SIR HENRY, LADY LAWRENCE & THE LAWRENCE ASYLUMS
Honoria Lawrence's role in shaping the character and temperament of Henry Lawrence was immense as also her contributions to his literary and philanthropic work. This of course included establishing the Lawrence Aslyums for the children, especially orphans, of British soldiers posted in India.
An interesting fact is that Lady Lawrence was probably the first white woman to step into the remote kingdom of Nepal.
Frederick Gibbon wrote, "As Major Lawrence and his wife sat in their balcony at Khatmandu, drinking in the pure bracing air and rejoicing in the beauty around them, their hearts went out to the little ones in the plains, the children of the European soldiers who were being dragged about from cantonment to cantonment , their strength and energy sapped by the sun, wasted by fever, sickening in the stifling night time; and their desire to benefit and safeguard the children now began to take definite shape " Source: "The Lawrences Of The Punjab",by Frederick Gibbon,: published by J M Dent & Co, 1908.

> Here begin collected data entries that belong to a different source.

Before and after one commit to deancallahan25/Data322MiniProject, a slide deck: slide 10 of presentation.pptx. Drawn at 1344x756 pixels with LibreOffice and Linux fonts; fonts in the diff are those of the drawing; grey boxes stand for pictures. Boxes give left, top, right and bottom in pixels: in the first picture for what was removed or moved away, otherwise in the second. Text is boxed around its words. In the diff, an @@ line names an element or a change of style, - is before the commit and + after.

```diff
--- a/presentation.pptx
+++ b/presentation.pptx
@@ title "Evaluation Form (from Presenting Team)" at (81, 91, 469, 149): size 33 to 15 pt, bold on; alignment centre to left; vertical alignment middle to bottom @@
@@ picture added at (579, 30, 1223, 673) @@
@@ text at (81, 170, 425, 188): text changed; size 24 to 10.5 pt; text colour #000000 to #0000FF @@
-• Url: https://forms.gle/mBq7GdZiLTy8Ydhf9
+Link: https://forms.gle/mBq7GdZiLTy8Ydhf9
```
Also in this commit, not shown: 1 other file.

Henry Lawrence (1806-1857)
Honoria Lawrence ( 1808-1854)
They developed the idea and saw their dream come true with the establishment of the first Lawrence Asylum in Sanawar in 1847. Naturally, this got the most attention from Sir Henry and Lady Lawrence as it was planned and built in their lifetime.
Sir Henry and Lady Honoria were largely instrumental in framing the rules for this asylum, including determining the priority list for admission covered in the previous blog post.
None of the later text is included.